# WHAT YOU SHOULD DO:
Here are some records; quote them exactly, leaving out the pictures.

# GIVEN INFORMATION:
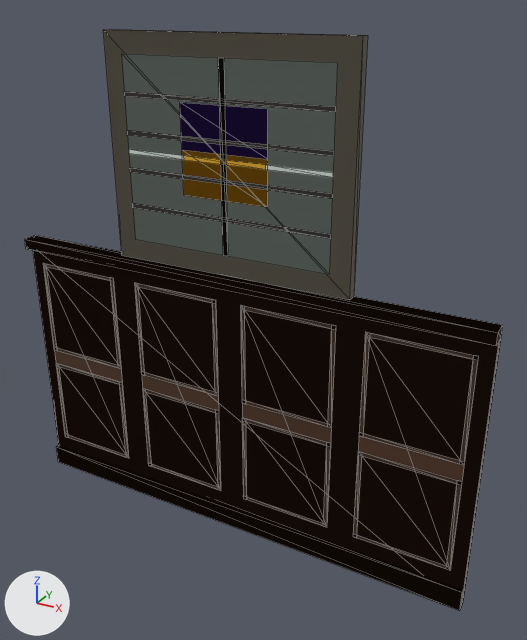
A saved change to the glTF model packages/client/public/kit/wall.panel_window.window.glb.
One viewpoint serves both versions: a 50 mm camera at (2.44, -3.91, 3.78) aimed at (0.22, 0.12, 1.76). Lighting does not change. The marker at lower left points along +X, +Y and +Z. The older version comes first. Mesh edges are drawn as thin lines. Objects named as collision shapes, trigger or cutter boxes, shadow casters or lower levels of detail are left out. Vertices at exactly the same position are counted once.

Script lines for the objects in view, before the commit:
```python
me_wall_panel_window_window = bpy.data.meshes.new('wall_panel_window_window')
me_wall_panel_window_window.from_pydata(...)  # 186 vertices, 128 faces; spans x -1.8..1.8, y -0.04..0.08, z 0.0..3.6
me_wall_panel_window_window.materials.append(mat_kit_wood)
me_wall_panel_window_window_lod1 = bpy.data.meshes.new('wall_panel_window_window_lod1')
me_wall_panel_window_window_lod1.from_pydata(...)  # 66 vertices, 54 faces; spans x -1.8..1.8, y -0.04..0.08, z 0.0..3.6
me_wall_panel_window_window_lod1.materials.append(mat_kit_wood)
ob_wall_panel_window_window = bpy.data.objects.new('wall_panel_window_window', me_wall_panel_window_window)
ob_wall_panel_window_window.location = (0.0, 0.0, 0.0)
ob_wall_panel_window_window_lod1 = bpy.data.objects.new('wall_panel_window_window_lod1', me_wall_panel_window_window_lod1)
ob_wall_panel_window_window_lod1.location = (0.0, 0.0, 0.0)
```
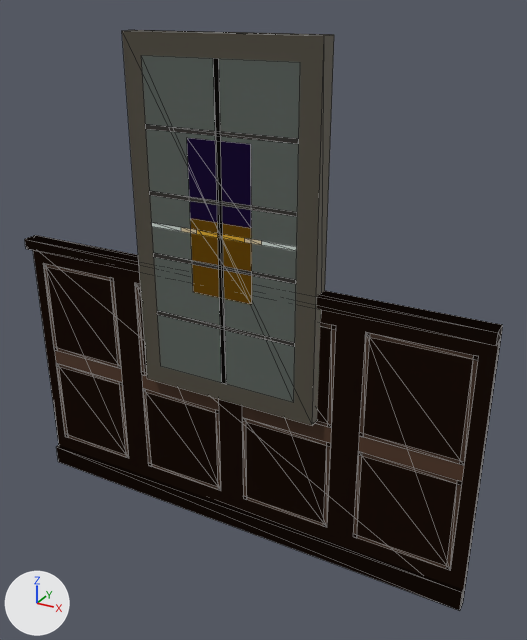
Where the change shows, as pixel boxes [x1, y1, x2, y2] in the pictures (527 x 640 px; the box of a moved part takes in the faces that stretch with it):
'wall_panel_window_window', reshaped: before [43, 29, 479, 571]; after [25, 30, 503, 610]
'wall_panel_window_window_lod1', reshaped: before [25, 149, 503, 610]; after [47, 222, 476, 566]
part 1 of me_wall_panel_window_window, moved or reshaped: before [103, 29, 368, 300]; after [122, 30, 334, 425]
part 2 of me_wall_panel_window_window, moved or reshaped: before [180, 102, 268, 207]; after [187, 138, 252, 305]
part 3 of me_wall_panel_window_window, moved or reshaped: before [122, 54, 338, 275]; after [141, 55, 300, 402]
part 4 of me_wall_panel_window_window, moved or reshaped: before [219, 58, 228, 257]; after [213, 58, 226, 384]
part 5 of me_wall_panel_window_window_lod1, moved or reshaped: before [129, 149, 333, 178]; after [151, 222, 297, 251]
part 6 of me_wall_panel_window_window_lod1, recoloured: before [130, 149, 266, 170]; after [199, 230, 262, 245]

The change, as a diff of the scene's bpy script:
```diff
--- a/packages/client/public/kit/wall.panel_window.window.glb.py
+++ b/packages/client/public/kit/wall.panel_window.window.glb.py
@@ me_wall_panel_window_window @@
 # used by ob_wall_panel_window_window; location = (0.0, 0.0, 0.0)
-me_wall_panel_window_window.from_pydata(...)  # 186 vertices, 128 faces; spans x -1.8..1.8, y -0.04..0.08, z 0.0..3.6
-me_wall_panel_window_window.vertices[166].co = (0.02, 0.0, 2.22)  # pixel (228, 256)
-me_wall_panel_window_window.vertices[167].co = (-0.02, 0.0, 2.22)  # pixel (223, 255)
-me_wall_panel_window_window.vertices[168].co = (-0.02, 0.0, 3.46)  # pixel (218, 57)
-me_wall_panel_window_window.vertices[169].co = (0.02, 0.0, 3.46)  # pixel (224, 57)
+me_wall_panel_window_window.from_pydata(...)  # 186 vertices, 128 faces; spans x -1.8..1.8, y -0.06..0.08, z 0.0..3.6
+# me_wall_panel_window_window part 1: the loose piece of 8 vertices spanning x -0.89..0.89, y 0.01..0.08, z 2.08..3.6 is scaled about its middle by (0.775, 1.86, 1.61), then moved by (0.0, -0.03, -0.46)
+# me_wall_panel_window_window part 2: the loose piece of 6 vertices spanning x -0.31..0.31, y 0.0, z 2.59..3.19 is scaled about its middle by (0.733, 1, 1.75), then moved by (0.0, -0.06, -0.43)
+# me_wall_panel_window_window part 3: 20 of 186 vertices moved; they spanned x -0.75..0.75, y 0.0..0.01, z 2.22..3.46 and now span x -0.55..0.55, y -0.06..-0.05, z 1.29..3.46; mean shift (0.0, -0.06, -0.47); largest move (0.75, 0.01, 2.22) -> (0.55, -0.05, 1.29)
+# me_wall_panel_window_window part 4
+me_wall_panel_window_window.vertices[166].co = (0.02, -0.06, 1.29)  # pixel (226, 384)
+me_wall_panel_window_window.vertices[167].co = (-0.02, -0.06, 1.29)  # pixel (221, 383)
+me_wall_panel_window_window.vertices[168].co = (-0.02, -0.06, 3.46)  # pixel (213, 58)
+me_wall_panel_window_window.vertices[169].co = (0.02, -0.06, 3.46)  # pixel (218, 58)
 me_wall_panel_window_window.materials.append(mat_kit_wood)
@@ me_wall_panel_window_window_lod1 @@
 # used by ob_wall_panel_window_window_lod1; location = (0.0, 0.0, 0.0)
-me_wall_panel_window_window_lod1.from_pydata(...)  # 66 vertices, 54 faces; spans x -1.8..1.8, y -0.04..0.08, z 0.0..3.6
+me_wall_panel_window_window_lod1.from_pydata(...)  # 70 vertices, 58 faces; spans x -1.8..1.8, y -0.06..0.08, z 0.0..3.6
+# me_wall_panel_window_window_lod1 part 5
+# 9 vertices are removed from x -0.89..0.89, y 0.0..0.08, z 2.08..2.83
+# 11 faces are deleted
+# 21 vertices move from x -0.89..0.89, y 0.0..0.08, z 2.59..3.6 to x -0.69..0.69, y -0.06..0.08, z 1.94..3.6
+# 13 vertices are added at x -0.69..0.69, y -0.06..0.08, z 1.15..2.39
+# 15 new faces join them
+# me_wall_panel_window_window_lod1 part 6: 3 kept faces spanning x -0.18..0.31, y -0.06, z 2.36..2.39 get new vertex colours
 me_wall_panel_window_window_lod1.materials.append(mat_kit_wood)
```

# ANSWER SECTION:
A saved change to the glTF model packages/client/public/kit/wall.panel_window.window.glb.
One viewpoint serves both versions: a 50 mm camera at (2.44, -3.91, 3.78) aimed at (0.22, 0.12, 1.76). Lighting does not change. The marker at lower left points along +X, +Y and +Z. The older version comes first. Mesh edges are drawn as thin lines. Objects named as collision shapes, trigger or cutter boxes, shadow casters or lower levels of detail are left out. Vertices at exactly the same position are counted once.

Script lines for the objects in view, before the commit:
```python
me_wall_panel_window_window = bpy.data.meshes.new('wall_panel_window_window')
me_wall_panel_window_window.from_pydata(...)  # 186 vertices, 128 faces; spans x -1.8..1.8, y -0.04..0.08, z 0.0..3.6
me_wall_panel_window_window.materials.append(mat_kit_wood)
me_wall_panel_window_window_lod1 = bpy.data.meshes.new('wall_panel_window_window_lod1')
me_wall_panel_window_window_lod1.from_pydata(...)  # 66 vertices, 54 faces; spans x -1.8..1.8, y -0.04..0.08, z 0.0..3.6
me_wall_panel_window_window_lod1.materials.append(mat_kit_wood)
ob_wall_panel_window_window = bpy.data.objects.new('wall_panel_window_window', me_wall_panel_window_window)
ob_wall_panel_window_window.location = (0.0, 0.0, 0.0)
ob_wall_panel_window_window_lod1 = bpy.data.objects.new('wall_panel_window_window_lod1', me_wall_panel_window_window_lod1)
ob_wall_panel_window_window_lod1.location = (0.0, 0.0, 0.0)
```
Where the change shows, as pixel boxes [x1, y1, x2, y2] in the pictures (527 x 640 px; the box of a moved part takes in the faces that stretch with it):
'wall_panel_window_window', reshaped: before [43, 29, 479, 571]; after [25, 30, 503, 610]
'wall_panel_window_window_lod1', reshaped: before [25, 149, 503, 610]; after [47, 222, 476, 566]
part 1 of me_wall_panel_window_window, moved or reshaped: before [103, 29, 368, 300]; after [122, 30, 334, 425]
part 2 of me_wall_panel_window_window, moved or reshaped: before [180, 102, 268, 207]; after [187, 138, 252, 305]
part 3 of me_wall_panel_window_window, moved or reshaped: before [122, 54, 338, 275]; after [141, 55, 300, 402]
part 4 of me_wall_panel_window_window, moved or reshaped: before [219, 58, 228, 257]; after [213, 58, 226, 384]
part 5 of me_wall_panel_window_window_lod1, moved or reshaped: before [129, 149, 333, 178]; after [151, 222, 297, 251]
part 6 of me_wall_panel_window_window_lod1, recoloured: before [130, 149, 266, 170]; after [199, 230, 262, 245]

The change, as a diff of the scene's bpy script:
```diff
--- a/packages/client/public/kit/wall.panel_window.window.glb.py
+++ b/packages/client/public/kit/wall.panel_window.window.glb.py
@@ me_wall_panel_window_window @@
 # used by ob_wall_panel_window_window; location = (0.0, 0.0, 0.0)
-me_wall_panel_window_window.from_pydata(...)  # 186 vertices, 128 faces; spans x -1.8..1.8, y -0.04..0.08, z 0.0..3.6
-me_wall_panel_window_window.vertices[166].co = (0.02, 0.0, 2.22)  # pixel (228, 256)
-me_wall_panel_window_window.vertices[167].co = (-0.02, 0.0, 2.22)  # pixel (223, 255)
-me_wall_panel_window_window.vertices[168].co = (-0.02, 0.0, 3.46)  # pixel (218, 57)
-me_wall_panel_window_window.vertices[169].co = (0.02, 0.0, 3.46)  # pixel (224, 57)
+me_wall_panel_window_window.from_pydata(...)  # 186 vertices, 128 faces; spans x -1.8..1.8, y -0.06..0.08, z 0.0..3.6
+# me_wall_panel_window_window part 1: the loose piece of 8 vertices spanning x -0.89..0.89, y 0.01..0.08, z 2.08..3.6 is scaled about its middle by (0.775, 1.86, 1.61), then moved by (0.0, -0.03, -0.46)
+# me_wall_panel_window_window part 2: the loose piece of 6 vertices spanning x -0.31..0.31, y 0.0, z 2.59..3.19 is scaled about its middle by (0.733, 1, 1.75), then moved by (0.0, -0.06, -0.43)
+# me_wall_panel_window_window part 3: 20 of 186 vertices moved; they spanned x -0.75..0.75, y 0.0..0.01, z 2.22..3.46 and now span x -0.55..0.55, y -0.06..-0.05, z 1.29..3.46; mean shift (0.0, -0.06, -0.47); largest move (0.75, 0.01, 2.22) -> (0.55, -0.05, 1.29)
+# me_wall_panel_window_window part 4
+me_wall_panel_window_window.vertices[166].co = (0.02, -0.06, 1.29)  # pixel (226, 384)
+me_wall_panel_window_window.vertices[167].co = (-0.02, -0.06, 1.29)  # pixel (221, 383)
+me_wall_panel_window_window.vertices[168].co = (-0.02, -0.06, 3.46)  # pixel (213, 58)
+me_wall_panel_window_window.vertices[169].co = (0.02, -0.06, 3.46)  # pixel (218, 58)
 me_wall_panel_window_window.materials.append(mat_kit_wood)
@@ me_wall_panel_window_window_lod1 @@
 # used by ob_wall_panel_window_window_lod1; location = (0.0, 0.0, 0.0)
-me_wall_panel_window_window_lod1.from_pydata(...)  # 66 vertices, 54 faces; spans x -1.8..1.8, y -0.04..0.08, z 0.0..3.6
+me_wall_panel_window_window_lod1.from_pydata(...)  # 70 vertices, 58 faces; spans x -1.8..1.8, y -0.06..0.08, z 0.0..3.6
+# me_wall_panel_window_window_lod1 part 5
+# 9 vertices are removed from x -0.89..0.89, y 0.0..0.08, z 2.08..2.83
+# 11 faces are deleted
+# 21 vertices move from x -0.89..0.89, y 0.0..0.08, z 2.59..3.6 to x -0.69..0.69, y -0.06..0.08, z 1.94..3.6
+# 13 vertices are added at x -0.69..0.69, y -0.06..0.08, z 1.15..2.39
+# 15 new faces join them
+# me_wall_panel_window_window_lod1 part 6: 3 kept faces spanning x -0.18..0.31, y -0.06, z 2.36..2.39 get new vertex colours
 me_wall_panel_window_window_lod1.materials.append(mat_kit_wood)
```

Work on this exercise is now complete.